The easiest way to use the application is via the site of the repository itself. (Note that no data is saved or sent anywhere on the server. In fact, once loaded into the browser, the test may again be used entirely offline as well.)
However, the application can of course also be downloaded or forked and/or cloned via Git. This has three advantages. Firstly, the application will not be affected by updates. This may be desired when it is used for an experimental study where the interface and all settings are preferred to remain identical throughout the data collection. Secondly, the application will always be available offline (in case of downloading it). Thirdly, the code can then be modified for specific purposes. For example, in a simple case, the experiment title and settings may be given new default values to be used in a series of tests of a study.

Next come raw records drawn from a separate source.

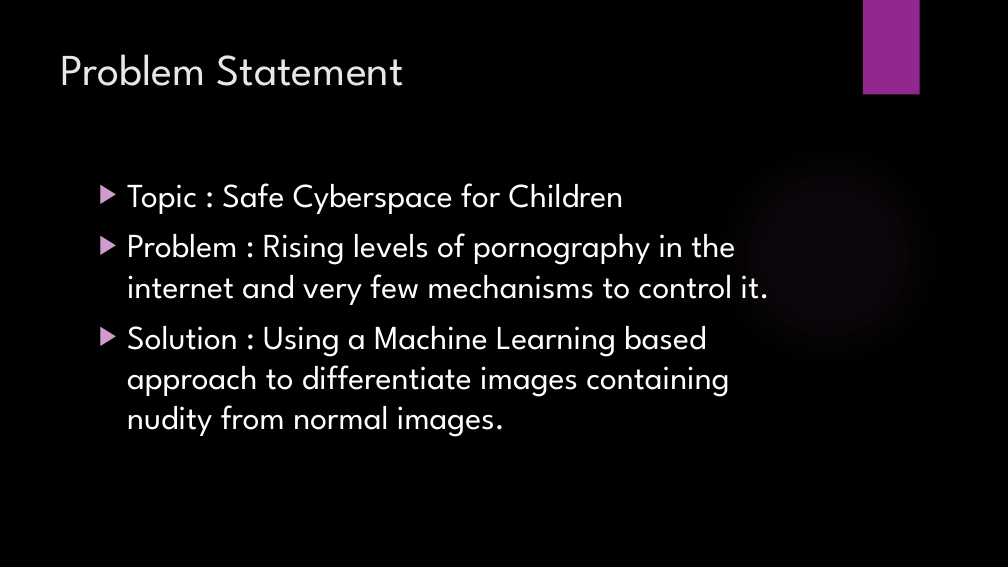
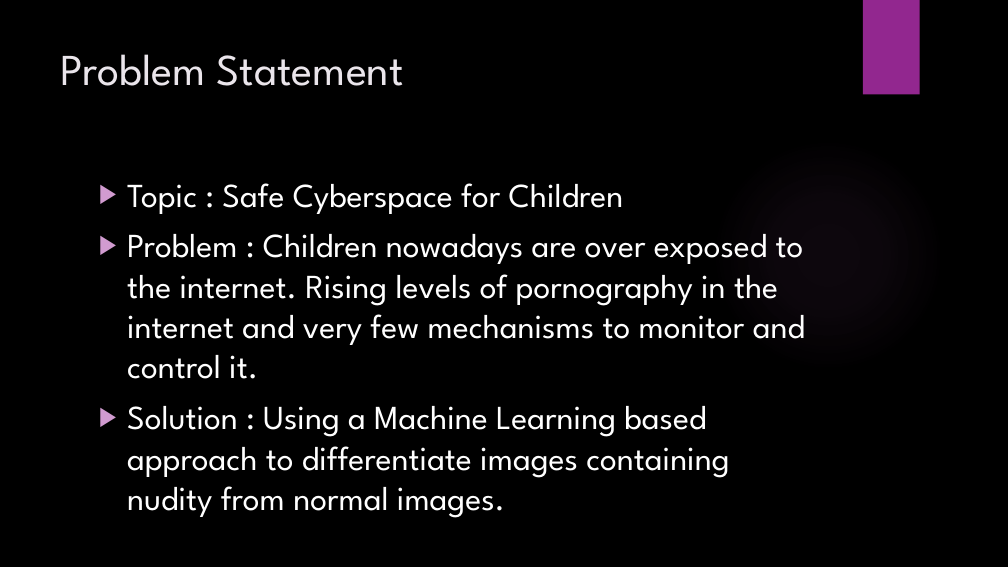
Before and after one commit to Augustinetharakan12/hack-for-tomorrow-main, a slide deck: slide 2 of HackForTomorrow Project.pptx. Drawn at 1008x567 pixels with LibreOffice and Linux fonts; fonts in the diff are those of the drawing; background and template pictures are left out. Boxes give left, top, right and bottom in pixels: in the first picture for what was removed or moved away, otherwise in the second. Text is boxed around its words. In the diff, an @@ line names an element or a change of style, - is before the commit and + after.

Commit message:
ppt

```diff
--- a/HackForTomorrow Project.pptx
+++ b/HackForTomorrow Project.pptx
@@ text at (x1=127, y1=234, x2=805, y2=379): text changed @@
-▶ Problem : Rising levels of pornography in the internet and very few mechanisms to control it.
+▶ Problem : Children nowadays are over exposed to the internet. Rising levels of pornography in the internet and very few mechanisms to monitor and control it.
```
Also in this commit, not shown: 1 slide added, 1 slide removed, 3 other files.
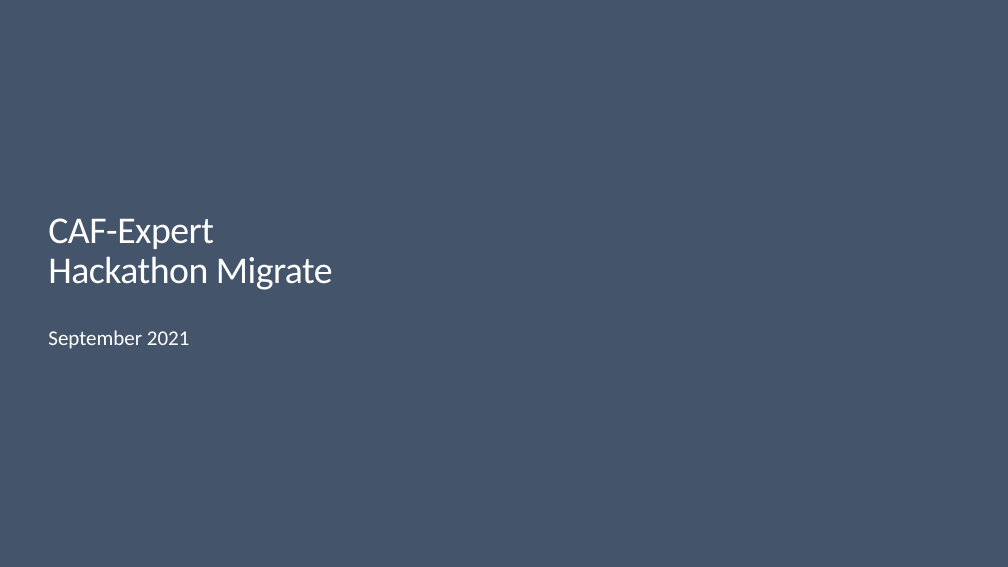
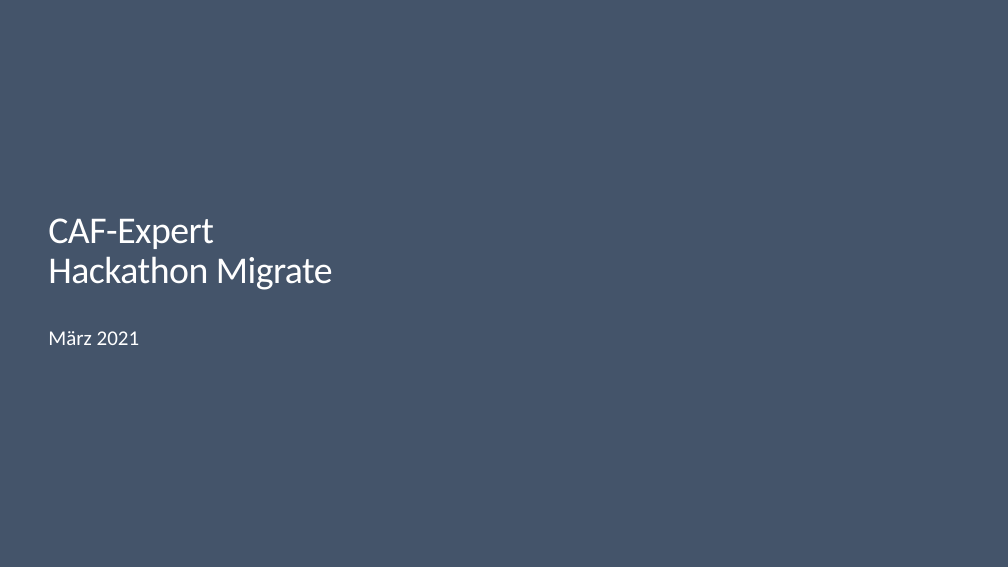
Before and after one commit to caf-expert/CAF-Hackathon-Migration, a slide deck: slide 1 of sources/WalkingDeck-CAF-Migrate.pptx. Drawn at 1008x567 pixels with LibreOffice and Linux fonts; fonts in the diff are those of the drawing; background and template pictures are left out. Boxes give left, top, right and bottom in pixels: in the first picture for what was removed or moved away, otherwise in the second. Text is boxed around its words. In the diff, an @@ line names an element or a change of style, - is before the commit and + after.

```diff
--- a/sources/WalkingDeck-CAF-Migrate.pptx
+++ b/sources/WalkingDeck-CAF-Migrate.pptx
@@ text at [48, 331, 140, 345]: text changed @@
-September 2021
+März 2021
```
Also in this commit, not shown: 1 other slide changed, 2 slides added, 2 slides removed, 2 other files.

If the application is downloaded on a PC into a local folder (including all directories and files in the repository), it can simply be opened in Chrome (e.g., by dragging the main CITapp.html into a new window or tab of the open browser). Otherwise, these files can also be uploaded to a server to make the test available online. If the application is forked or copied into a new GitHub repository, a webpage for the application may also be easily created using GitHub Pages (available under repository Settings).
Introduction
No deception detection method has been scientifically proven to achieve perfect or close to perfect accuracies in discriminating deceptive ("guilty") persons from truth-telling ("innocent") ones, notwithstanding the claims by some commercial services and products. The most efficient "Concealed Information Test" version in the present application ("enhanced") achieved a remarkably high accuracies (Lukács, Kleinberg, & Verschuere, 2017; Lukács & Ansorge, 2019), but even so it can only be said to provide an accuracy of roughly around 90% – under certain conditions – and it still needs further research and replications. Correspondingly, this application is only for testing and research purposes, and no serious judgments should be based on its results. Furthermore, anyone using it should have at least a basic understanding of how it works – see below.
The CIT versions
This application implements three versions of the reaction time-based Concealed Information Test (RT-CIT; Seymour et al., 2000; Lukács, Kleinberg, & Verschuere, 2017, Lukács & Ansorge, 2019): standard, enhanced, and no-target.

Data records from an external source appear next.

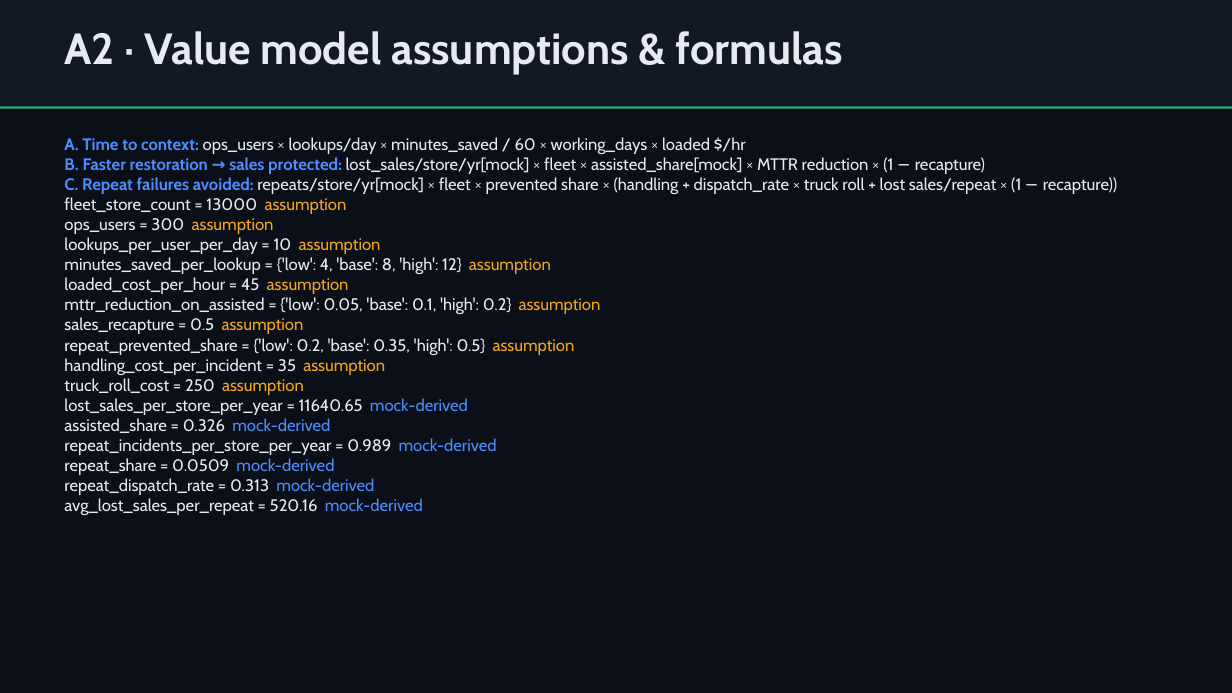
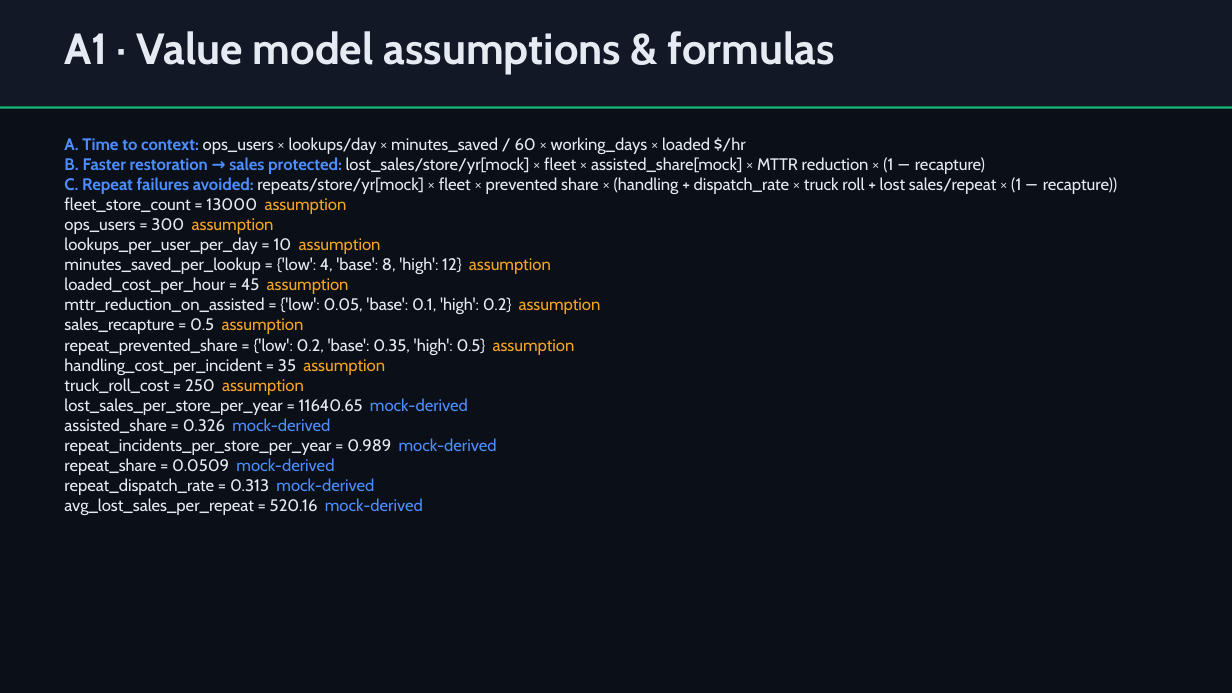
Before and after one commit to alibakh62/storelens, a slide deck: slide 11 of deck/out/StoreLens.pptx (slide 10 before the commit). Drawn at 1232x693 pixels with LibreOffice and Linux fonts; fonts in the diff are those of the drawing. Boxes give left, top, right and bottom in pixels: in the first picture for what was removed or moved away, otherwise in the second. Text is boxed around its words. In the diff, an @@ line names an element or a change of style, - is before the commit and + after.

```diff
--- a/deck/out/StoreLens.pptx
+++ b/deck/out/StoreLens.pptx
@@ text at (64, 31, 835, 75): text changed @@
-A2 · Value model assumptions & formulas
+A1 · Value model assumptions & formulas
```
Also in this commit, not shown: 3 other slides changed, 2 slides added, 1 slide removed, 2 other files.

The standard and enhanced versions aim to reveal whether or not a certain information detail – the probe – is known to the tested person. In these cases, the identity of the probe should not be shown to the person taking the test: the starting page must be first completed and submitted by the person who administers the test. The irrelevant and target items must be similar to the probe, and indistinguishable for a person who does not know the relevance of the probe (e.g. the probe is a stolen suitcase, and the irrelevant and targets are other suitcases).

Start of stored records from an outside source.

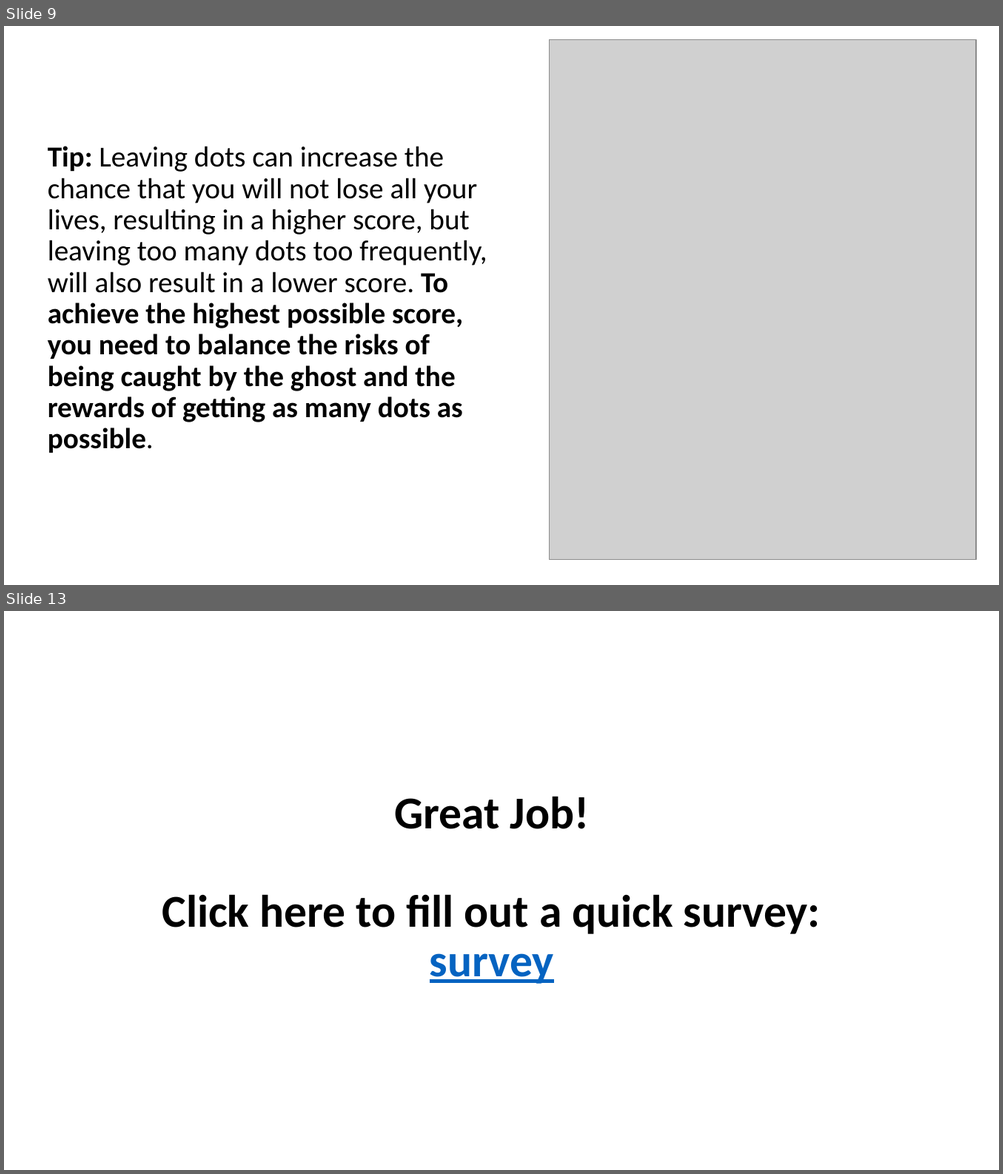
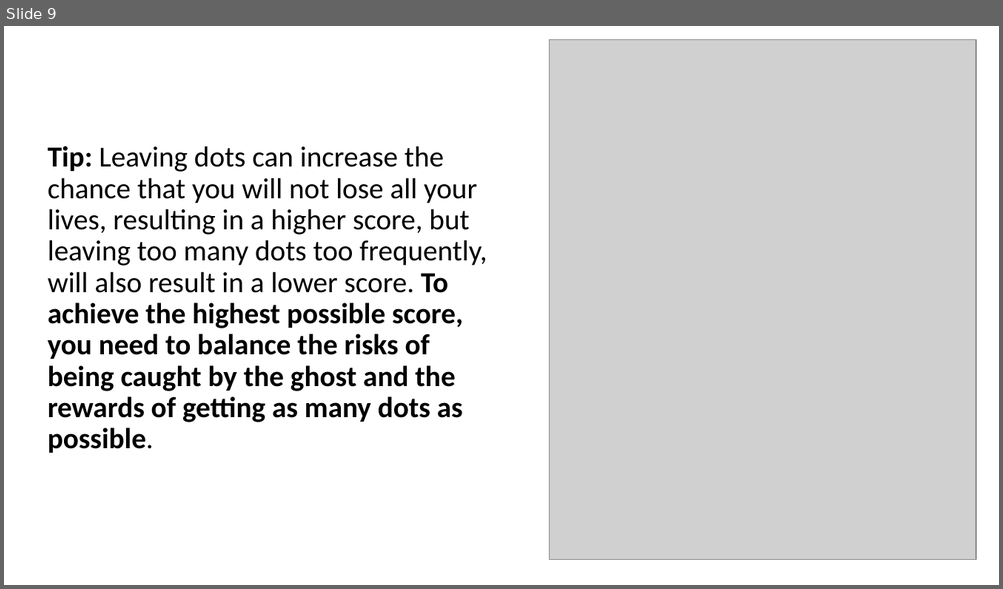
Before and after one commit to bstavel/pacman-task, a slide deck: Pacman_Instructions.pptx. Shown one above the other, each under a label of ours: slides 9 and 13 before the commit, slide 9 after it; the slides between them are not shown. The pictures are 1003x1174 and 1003x589 pixels, drawn with LibreOffice and Linux fonts; fonts in the diff are those of the drawing; grey boxes stand for pictures. Boxes give left, top, right and bottom in pixels: in the first picture for what was removed or moved away, otherwise in the second. Text is boxed around its words. In the diff, an @@ line names an element or a change of style, - is before the commit and + after.

```diff
--- a/Pacman_Instructions.pptx
+++ b/Pacman_Instructions.pptx
@@ slide 13 removed at <box>4,611,999,1170</box>, background #FFFFFF @@
@@ title removed at <box>162,796,820,984</box> @@
-Great Job!
-Click here to fill out a quick survey:
-survey
```
Also in this commit, not shown: 1 slide added, 3 other slides removed.

The no-target version is a tentative approach to make the test applicable in cases where the probe is actually known to the participant. This version still needs a lot of research to see how and to what extent it may be applied. For details, see the paper by Lukács & Ansorge (2019).
Standard RT-CIT: it has one probe, one target, and four irrelevant items. The target item will require a different response in the task, otherwise it is the same as an irrelevant item. A person who knows the relevance of the probe (e.g., because he stole the suitcase) will tend to make slower responses to it than to the irrelevant items.
In the standard RT-CIT, participants classify the presented stimuli as the target or as one of several non-targets by pressing one of two keys. Five non-targets are presented, among which one is the probe, which is an item that only a guilty person would recognize, and the rest are irrelevants, which are similar to the probe and thus indistinguishable from it for an innocent person. For example, in a murder case where the true murder weapon was a knife, the probe could be the word "knife," while irrelevants could be "gun," "rope," etc. Assuming that the innocent examinees are not informed about how the murder was committed, they would not know which of the items is the probe. The items are repeatedly shown in a random sequence, and all of them have to be responded to with the same response keys, except one arbitrary target – a randomly selected, originally also irrelevant item that has to be responded to with the other response key. Since guilty examinees recognize the probe as the relevant item in respect of the deception detection scenario, it will become unique among the irrelevants and in this respect more similar to the rarely occurring target. Due to this conflict between instructed response classification of probes as irrelevants on the one hand, and probe's uniqueness and, thus, greater similarity to the alternative response classification as potential targets on the other hand, the response to the probe will be generally slower in comparison to the irrelevants, and thus, based on the probe-to-irrelevant RT differences, guilty examinees can be distinguished from innocent examinees.
Enhanced RT-CIT: in addition to the items in the standard RT-CIT, this has familiarity-related "inducer" items that increase the awareness of the lie detection context, and thereby largely increase the probe-irrelevant difference (even slower responses to the probe).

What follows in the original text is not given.